One of the key findings in WiM’s survey is that there is significant overlap between what young women want in careers and the attributes of careers in manufacturing today. But the survey also found that, too often, young women are not aware of the opportunities available in manufacturing. What do you think can be done to spread the word to women about career options in modern manufacturing?
I think organizations such as WiM, as well as educational institutions and manufacturing companies, can target more outreach programs to both boys and girls, men and women, about the opportunities in manufacturing. The skills gap in manufacturing is real; we are all competing for talent. By virtue of necessity, we need to be proactive in attracting the next generation of manufacturing employees. At Allegion, we have consciously expanded our efforts in this area over the last years through initiatives such as Manufacturing Day, internship programs, apprentice programs, and a variety of community outreach activities.

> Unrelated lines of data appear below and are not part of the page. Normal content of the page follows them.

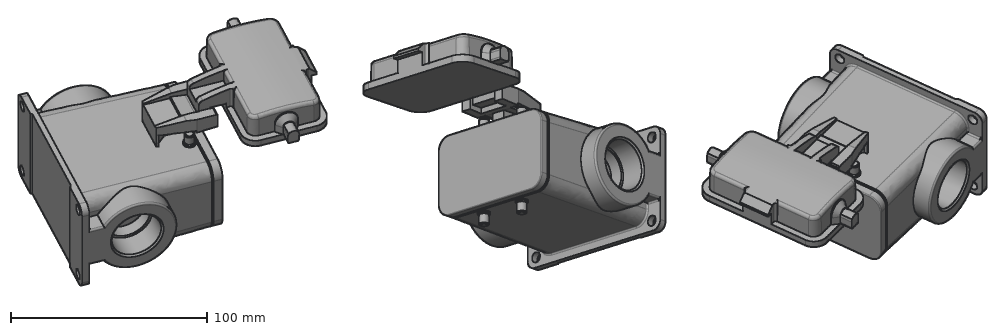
import cadquery as cq
import math


overall_height = 78.14
selection_margin = 0.1
buried_z = 20.0

plate_width, plate_height, plate_thickness = 94.0, 56.0, 4.0
plate_corner_radius = 4.8
screw_x, screw_z, screw_dia = 41.0, 22.5, 5.5
recess_half_width, recess_depth = 29.2, 0.9

body_base_width, body_base_height = 75.2, 46.0
body_tip_width, body_tip_height = 73.0, 43.2
body_corner_radius = 7.5
body_root_fillet = 0.9
rim_start, rim_end = 75.0, 80.5
rim_edge_fillet = 0.5
groove_width, groove_depth = 0.9, 0.4

entry_y, entry_radius = 30.0, 21.7
entry_inner_x = 28.0
entry_edge_fillet = 1.0
web_half_height = 12.0
bore_radius, bore_chamfer = 13.4, 1.0
bore_step_radius, bore_step_x, bore_floor_x = 12.0, 33.0, 26.0

peg_x, peg_y, peg_dia = 13.4, 70.8, 5.3
peg_reach, peg_tip_chamfer = 28.5, 0.6
peg_collar_dia, peg_collar_z = 6.6, 22.4

bracket_back_y, bracket_bend_y, bracket_front_y = 85.9, 74.4, 53.9
bracket_back_half_width, bracket_front_half_width = 14.3, 10.5
bracket_top_z, bracket_slope_y, bracket_front_z = 37.7, 69.2, 35.3
bracket_back_bottom_z, bracket_bend_bottom_z, bracket_side_bottom_z = 29.3, 28.6, 29.8
bracket_wall = 1.2
bracket_back_chamfer = 0.7
slot_floor_z, slot_ridge_z = 34.4, 35.3
slot_step_y, slot_ridge_y = 68.3, 68.7
slot_back_y, slot_back_z, slot_bottom_z = 76.5, 34.0, 27.0
pedestal_back_y, pedestal_front_y, pedestal_half_width = 74.2, 60.6, 4.0
pedestal_flare_half_width = 9.0
pad_front_y, pad_half_width = 65.6, 9.0

lid_y = 115.85
flange_width, flange_depth, flange_radius = 75.2, 46.4, 8.0
flange_bottom_z, flange_top_z = 31.6, 35.5
flange_front_y = lid_y - flange_depth / 2
flange_back_y = lid_y + flange_depth / 2
cap_width, cap_depth, cap_radius = 68.2, 39.8, 5.0
cap_taper = 1.5
cap_edge_fillet = 2.0
crown_z, crown_radius = overall_height - peg_reach, 125.0
junction_fillet = 1.5

tongue_half_width, tongue_front_y = 8.7, 77.7
tongue_bottom_z, tongue_root_z = 38.1, 32.0
tongue_root_back_y = 84.0
tongue_nose_radius = 2.8
pocket_half_width, pocket_floor_z = 5.0, 40.9
hook_tip_y, hook_tip_z = 141.82, 43.9
hook_crest_y, hook_under_z = 137.9, 42.6

pin_end_x, pin_z = 44.6, 40.4
pin_cone_radius, pin_cone_tip_radius, pin_cone_end_x = 6.3, 3.1, 37.6
pin_bottom_z = 35.3
pin_half_width, pin_bevel = 3.1, 0.4
pin_bottom_bevel_z, pin_shoulder_z, pin_crown_z = 36.6, 41.8, 43.0


def y_slab(width, height, radius, y_start, y_end):
    """Rounded rectangular slab in XZ running along Y."""
    slab = cq.Workplane("XZ", origin=(0, y_start, 0)).rect(width, height).extrude(y_start - y_end)
    return slab.edges("|Y").fillet(radius)


def crown_height(y):
    """Height of the arched lid top at a given Y."""
    return crown_z - crown_radius + math.sqrt(crown_radius**2 - (y - lid_y) ** 2)


def x_prism(profile, half_width):
    """Extrude a YZ profile symmetrically about X = 0."""
    return profile.extrude(half_width, both=True)


def make_plate():
    plate = y_slab(plate_width, plate_height, plate_corner_radius, 0, plate_thickness)
    recess = (
        cq.Workplane("XY", origin=(0, 0, -plate_height))
        .moveTo(-recess_half_width, 0)
        .lineTo(recess_half_width, 0)
        .lineTo(recess_half_width - recess_depth, recess_depth)
        .lineTo(recess_depth - recess_half_width, recess_depth)
        .close()
        .extrude(2 * plate_height)
    )
    return plate.cut(recess)


def make_screw_holes():
    return (
        cq.Workplane("XZ")
        .rect(2 * screw_x, 2 * screw_z, forConstruction=True)
        .vertices()
        .circle(screw_dia / 2)
        .extrude(-plate_thickness)
    )


def make_body():
    base = cq.Sketch().rect(body_base_width, body_base_height).vertices().fillet(body_corner_radius)
    tip = cq.Sketch().rect(body_tip_width, body_tip_height).vertices().fillet(body_corner_radius)
    length = rim_start - plate_thickness
    body = (
        cq.Workplane("XZ", origin=(0, plate_thickness, 0))
        .placeSketch(base, tip.moved(cq.Location(cq.Vector(0, 0, -length))))
        .loft()
    )
    rim = y_slab(body_tip_width, body_tip_height, body_corner_radius, rim_start, rim_end)
    rim = rim.faces(">Y").edges().fillet(rim_edge_fillet)
    return body.union(rim)


def make_rim_groove():
    start = rim_start - groove_width / 2
    end = rim_start + groove_width / 2
    outer = y_slab(plate_width, plate_height, body_corner_radius, start, end)
    inner = y_slab(
        body_tip_width - 2 * groove_depth,
        body_tip_height - 2 * groove_depth,
        body_corner_radius - groove_depth,
        start,
        end,
    )
    return outer.cut(inner)


def root_fillet(housing):
    """Round the corner where the body grows out of the plate."""
    reach_x = body_base_width / 2 + selection_margin
    reach_z = body_base_height / 2 + selection_margin
    near_root = cq.selectors.BoxSelector(
        (-reach_x, plate_thickness - selection_margin, -reach_z),
        (reach_x, plate_thickness + selection_margin, reach_z),
    )
    return housing.edges(near_root).fillet(body_root_fillet)


def make_web_root():
    """Flared foot of the entry web, ending where the rounding of the entry's outer edge begins."""
    radius = body_root_fillet
    foot_z = web_half_height + radius
    top_y = plate_thickness + radius
    bend = radius * (1 - math.sqrt(0.5))
    return (
        cq.Workplane("YZ", origin=(entry_inner_x, 0, 0))
        .moveTo(plate_thickness, -foot_z)
        .threePointArc((plate_thickness + bend, -web_half_height - bend), (top_y, -web_half_height))
        .lineTo(top_y, web_half_height)
        .threePointArc((plate_thickness + bend, web_half_height + bend), (plate_thickness, foot_z))
        .close()
        .extrude(plate_width / 2 - entry_edge_fillet - entry_inner_x)
    )


def make_entry():
    """Cable entry boss on the +X side with the web that ties it to the plate."""
    length = plate_width / 2 - entry_inner_x
    boss = cq.Workplane("YZ", origin=(entry_inner_x, 0, 0)).center(entry_y, 0).circle(entry_radius)
    boss = boss.extrude(length)
    web_start = plate_thickness / 2
    web = cq.Workplane("YZ", origin=(entry_inner_x, 0, 0)).center((web_start + entry_y) / 2, 0)
    web = web.rect(entry_y - web_start, 2 * web_half_height).extrude(length)
    entry = boss.union(web).faces(">X").edges().fillet(entry_edge_fillet)
    return entry.union(make_web_root())


def make_entry_bore():
    outer_x = plate_width / 2
    return (
        cq.Workplane("XY")
        .moveTo(bore_floor_x, entry_y)
        .lineTo(bore_floor_x, entry_y + bore_step_radius)
        .lineTo(bore_step_x, entry_y + bore_step_radius)
        .lineTo(bore_step_x, entry_y + bore_radius)
        .lineTo(outer_x - bore_chamfer, entry_y + bore_radius)
        .lineTo(outer_x, entry_y + bore_radius + bore_chamfer)
        .lineTo(outer_x, entry_y)
        .close()
        .revolve(360, (0, entry_y, 0), (1, entry_y, 0))
    )


def make_peg():
    """Locking peg pointing up, standing on a short conical collar on the body wall."""
    collar_rise = (peg_collar_dia - peg_dia) / 2
    return (
        cq.Workplane("XZ")
        .moveTo(0, buried_z)
        .lineTo(peg_collar_dia / 2, buried_z)
        .lineTo(peg_collar_dia / 2, peg_collar_z)
        .lineTo(peg_dia / 2, peg_collar_z + collar_rise)
        .lineTo(peg_dia / 2, peg_reach - peg_tip_chamfer)
        .lineTo(peg_dia / 2 - peg_tip_chamfer, peg_reach)
        .lineTo(0, peg_reach)
        .close()
        .revolve(360, (0, 0, 0), (0, 1, 0))
        .translate((peg_x, peg_y, 0))
    )


def make_bracket():
    side = (
        cq.Workplane("YZ")
        .moveTo(bracket_back_y, bracket_back_bottom_z)
        .lineTo(bracket_back_y, bracket_top_z - bracket_back_chamfer)
        .lineTo(bracket_back_y - bracket_back_chamfer, bracket_top_z)
        .lineTo(bracket_slope_y, bracket_top_z)
        .lineTo(bracket_front_y, bracket_front_z)
        .lineTo(bracket_front_y, buried_z)
        .lineTo(bracket_front_y + bracket_wall, buried_z)
        .lineTo(bracket_front_y + bracket_wall, bracket_side_bottom_z)
        .lineTo(bracket_bend_y, bracket_side_bottom_z)
        .lineTo(bracket_bend_y, bracket_bend_bottom_z)
        .close()
    )
    plan = (
        cq.Workplane("XY")
        .moveTo(-bracket_back_half_width, bracket_back_y)
        .lineTo(bracket_back_half_width, bracket_back_y)
        .lineTo(bracket_back_half_width, bracket_bend_y)
        .lineTo(bracket_front_half_width, bracket_front_y)
        .lineTo(-bracket_front_half_width, bracket_front_y)
        .lineTo(-bracket_back_half_width, bracket_bend_y)
        .close()
        .extrude(crown_z)
    )
    slot = (
        cq.Workplane("YZ")
        .moveTo(bracket_front_y, slot_floor_z)
        .lineTo(slot_step_y, slot_floor_z)
        .lineTo(slot_ridge_y, slot_ridge_z)
        .lineTo(slot_back_y, slot_back_z)
        .lineTo(tongue_front_y, slot_back_z)
        .lineTo(tongue_front_y, slot_bottom_z)
        .lineTo(bracket_back_y, slot_bottom_z)
        .lineTo(bracket_back_y, crown_z)
        .lineTo(bracket_front_y, crown_z)
        .close()
    )
    pedestal = (
        cq.Workplane("XY", origin=(0, 0, buried_z))
        .moveTo(-pedestal_half_width, pedestal_back_y)
        .lineTo(pedestal_half_width, pedestal_back_y)
        .lineTo(pedestal_half_width, pedestal_front_y)
        .lineTo(pedestal_flare_half_width, bracket_front_y + bracket_wall)
        .lineTo(-pedestal_flare_half_width, bracket_front_y + bracket_wall)
        .lineTo(-pedestal_half_width, pedestal_front_y)
        .close()
        .extrude(bracket_side_bottom_z - buried_z)
    )
    pad = (
        cq.Workplane("XY", origin=(0, 0, bracket_bend_bottom_z))
        .center(0, (pad_front_y + bracket_bend_y) / 2)
        .rect(2 * pad_half_width, bracket_bend_y - pad_front_y)
        .extrude(bracket_side_bottom_z - bracket_bend_bottom_z)
    )
    bracket = x_prism(side, bracket_back_half_width).intersect(plan)
    return bracket.cut(x_prism(slot, tongue_half_width)).union(pedestal).union(pad)


def make_arch():
    """Solid under the arched lid top, as deep as the flange."""
    edge_z = crown_height(flange_back_y)
    profile = (
        cq.Workplane("YZ")
        .moveTo(flange_front_y, flange_bottom_z)
        .lineTo(flange_front_y, edge_z)
        .threePointArc((lid_y, crown_z), (flange_back_y, edge_z))
        .lineTo(flange_back_y, flange_bottom_z)
        .close()
    )
    return x_prism(profile, flange_width)


def make_cap():
    """Lid cap: tapered walls under an arched top with a rounded rim."""
    cap = (
        cq.Workplane("XY", origin=(0, lid_y, flange_bottom_z))
        .sketch()
        .rect(cap_width, cap_depth)
        .vertices()
        .fillet(cap_radius)
        .finalize()
        .extrude(crown_z - flange_bottom_z, taper=cap_taper)
    )
    cap = cap.intersect(make_arch())
    return cap.faces(">Z").edges().fillet(cap_edge_fillet)


def make_flange():
    flange = cq.Workplane("XY", origin=(0, lid_y, flange_bottom_z)).rect(flange_width, flange_depth)
    flange = flange.extrude(flange_top_z - flange_bottom_z)
    return flange.edges("|Z").fillet(flange_radius)


def make_tongue():
    """Hinge tongue: its top carries on the lid's arch and its root sits between the bracket cheeks."""
    nose_z = crown_height(tongue_front_y)
    middle_y = (lid_y + tongue_front_y) / 2
    profile = (
        cq.Workplane("YZ")
        .moveTo(lid_y, flange_top_z)
        .lineTo(lid_y, crown_z)
        .threePointArc((middle_y, crown_height(middle_y)), (tongue_front_y, nose_z))
        .lineTo(tongue_front_y, tongue_root_z)
        .lineTo(tongue_root_back_y, tongue_root_z)
        .lineTo(tongue_root_back_y, tongue_bottom_z)
        .lineTo(flange_front_y, tongue_bottom_z)
        .lineTo(flange_front_y, flange_top_z)
        .close()
    )
    tongue = x_prism(profile, tongue_half_width)
    tongue = tongue.edges(cq.selectors.NearestToPointSelector((0, tongue_front_y, nose_z)))
    tongue = tongue.fillet(tongue_nose_radius)
    pocket = cq.Workplane("XY", origin=(0, tongue_front_y, pocket_floor_z))
    pocket = pocket.rect(2 * pocket_half_width, 2 * (lid_y - tongue_front_y)).extrude(crown_z)
    return tongue.cut(pocket)


def make_hook():
    crest_z = crown_height(hook_crest_y)
    middle_y = (lid_y + hook_crest_y) / 2
    profile = (
        cq.Workplane("YZ")
        .moveTo(lid_y, flange_top_z)
        .lineTo(lid_y, crown_z)
        .threePointArc((middle_y, crown_height(middle_y)), (hook_crest_y, crest_z))
        .lineTo(hook_tip_y, hook_tip_z)
        .lineTo(hook_tip_y, hook_under_z)
        .lineTo(flange_back_y, hook_under_z)
        .lineTo(flange_back_y, flange_top_z)
        .close()
    )
    return x_prism(profile, tongue_half_width)


def make_junction_fillets():
    """Concave rounds in the upright corners where the tongue and hook leave the cap walls."""
    height = crown_z - flange_top_z
    wall_inset = height * math.tan(math.radians(cap_taper))
    fillets = cq.Workplane("XY")
    for x_sign in (-1, 1):
        for y_sign in (-1, 1):
            side_x = x_sign * tongue_half_width
            wall_y = lid_y + y_sign * cap_depth / 2
            inner_y = wall_y - y_sign * (wall_inset + cap_edge_fillet)
            far_x = side_x + x_sign * junction_fillet
            far_y = wall_y + y_sign * junction_fillet
            bend = junction_fillet * (1 - math.sqrt(0.5))
            fillet = (
                cq.Workplane("XY", origin=(0, 0, flange_top_z))
                .moveTo(side_x, inner_y)
                .lineTo(side_x, far_y)
                .threePointArc((side_x + x_sign * bend, wall_y + y_sign * bend), (far_x, wall_y))
                .lineTo(far_x, wall_y - y_sign * wall_inset)
                .close()
                .extrude(height)
            )
            fillets = fillets.union(fillet)
    return fillets.intersect(make_arch())


def arch_profile(x, radius):
    """Arch outline in a YZ plane: a half round on straight legs down to the flange."""
    return (
        cq.Workplane("YZ", origin=(x, lid_y, 0))
        .moveTo(-radius, pin_bottom_z)
        .lineTo(-radius, pin_z)
        .threePointArc((0, pin_z + radius), (radius, pin_z))
        .lineTo(radius, pin_bottom_z)
        .close()
    )


def make_pin():
    """Side pin on the +X side with its flared root."""
    edge_y = pin_half_width - pin_bevel
    pin = (
        cq.Workplane("YZ", origin=(0, lid_y, 0))
        .moveTo(-edge_y, pin_bottom_z)
        .lineTo(-pin_half_width, pin_bottom_bevel_z)
        .lineTo(-pin_half_width, pin_z)
        .lineTo(-edge_y, pin_shoulder_z)
        .threePointArc((0, pin_crown_z), (edge_y, pin_shoulder_z))
        .lineTo(pin_half_width, pin_z)
        .lineTo(pin_half_width, pin_bottom_bevel_z)
        .lineTo(edge_y, pin_bottom_z)
        .close()
        .extrude(pin_end_x)
    )
    root_x = pin_cone_end_x - (pin_cone_radius - pin_cone_tip_radius)
    cone_wire = arch_profile(root_x, pin_cone_radius).wires().val()
    tip_wire = arch_profile(pin_cone_end_x, pin_cone_tip_radius).wires().val()
    cone = cq.Workplane(cq.Solid.makeLoft([cone_wire, tip_wire], True))
    shank = arch_profile(0, pin_cone_radius).extrude(root_x)
    return pin.union(cone).union(shank)


def make_lid():
    lid = make_cap().union(make_tongue()).union(make_hook()).union(make_flange())
    lid = lid.union(make_junction_fillets())
    pin = make_pin()
    return lid.union(pin).union(pin.mirror("YZ"))


housing = root_fillet(make_plate().union(make_body()))
housing = housing.cut(make_rim_groove())
entry = make_entry()
housing = housing.union(entry).union(entry.mirror("YZ"))
bore = make_entry_bore()
housing = housing.cut(bore).cut(bore.mirror("YZ"))
housing = housing.cut(make_screw_holes())

upper_peg = make_peg()
lower_peg = upper_peg.mirror("XY")
for peg in (upper_peg, lower_peg):
    housing = housing.union(peg).union(peg.mirror("YZ"))

result = cq.Workplane(housing.union(make_bracket()).union(make_lid()).solids().val())

Our survey also found that the majority of women in manufacturing today would recommend the sector to young women considering career options. Would you recommend a career in manufacturing? And, if so, why?
Absolutely! In my own 30 years in manufacturing, I have had so many interesting and rich experiences and continue to learn each day. Manufacturing typically is at the forefront of technology and nothing is constant. Manufacturing roles often provide higher pay and benefits than comparable industries, and based on all indications, will continue to be in high demand for the foreseeable future.
Why did you decide to join Women in Manufacturing? How do you personally find value in WiM membership?
Allegion has a Corporate membership in WiM, as we recognize the value this membership can provide to our women employees in manufacturing. The networking and events as well as other resources provide an avenue to learn from peers in other industries who may have similar challenges or who may have different perspectives on a specific topic. With a growing number of women in manufacturing roles (and a need for even more representation), WiM provides a much needed forum for connecting.